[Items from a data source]
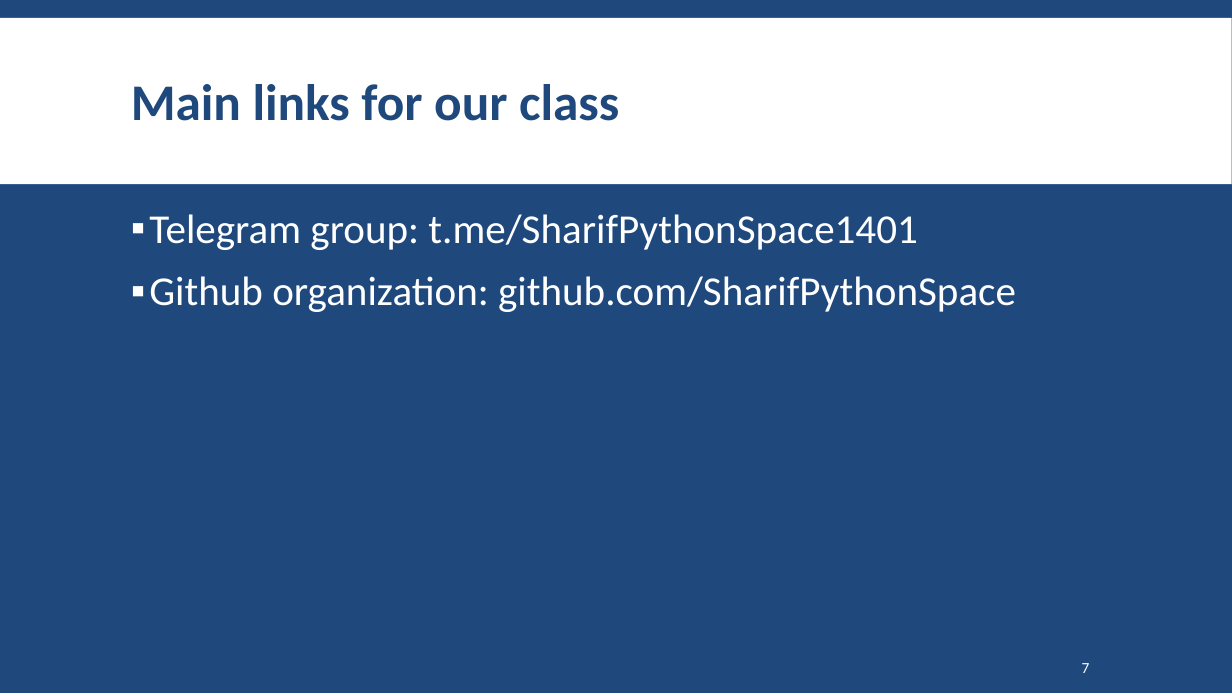
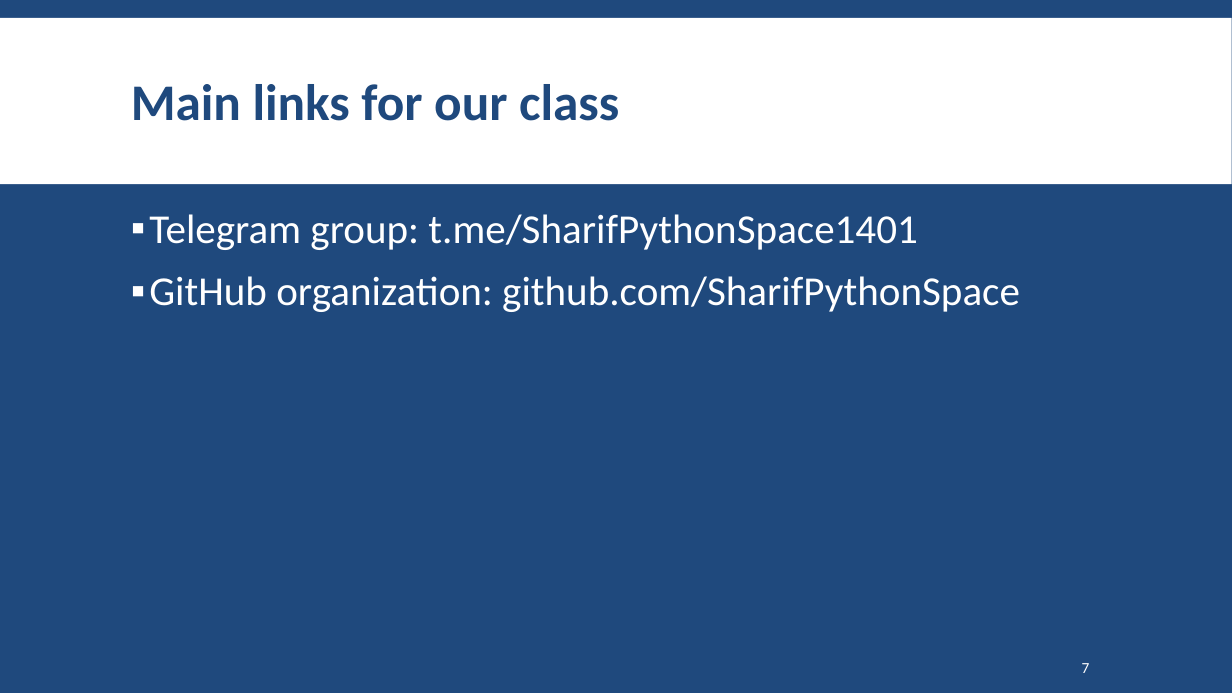
Before and after one commit to SharifPythonSpace/Course1401, a slide deck: slide 7 of Slide/00-Introduction to Programming Applications with Python.pptx. Drawn at 1232x693 pixels with LibreOffice and Linux fonts; fonts in the diff are those of the drawing; background and template pictures are left out. Boxes give left, top, right and bottom in pixels: in the first picture for what was removed or moved away, otherwise in the second. Text is boxed around its words. In the diff, an @@ line names an element or a change of style, - is before the commit and + after.

```diff
--- a/Slide/00-Introduction to Programming Applications with Python.pptx
+++ b/Slide/00-Introduction to Programming Applications with Python.pptx
@@ text at (x1=149, y1=276, x2=1020, y2=312): text changed @@
-▪ Github organization: github.com/SharifPythonSpace
+▪ GitHub organization: github.com/SharifPythonSpace
```
Also in this commit, not shown: 4 other slides changed, 9 slides added.

### EXERCISE INSTRUCTIONS:
Without carrying over any picture, retype the records above word for word.

### EXERCISE SOLUTION:
Before and after one commit to SharifPythonSpace/Course1401, a slide deck: slide 7 of Slide/00-Introduction to Programming Applications with Python.pptx. Drawn at 1232x693 pixels with LibreOffice and Linux fonts; fonts in the diff are those of the drawing; background and template pictures are left out. Boxes give left, top, right and bottom in pixels: in the first picture for what was removed or moved away, otherwise in the second. Text is boxed around its words. In the diff, an @@ line names an element or a change of style, - is before the commit and + after.

```diff
--- a/Slide/00-Introduction to Programming Applications with Python.pptx
+++ b/Slide/00-Introduction to Programming Applications with Python.pptx
@@ text at (x1=149, y1=276, x2=1020, y2=312): text changed @@
-▪ Github organization: github.com/SharifPythonSpace
+▪ GitHub organization: github.com/SharifPythonSpace
```
Also in this commit, not shown: 4 other slides changed, 9 slides added.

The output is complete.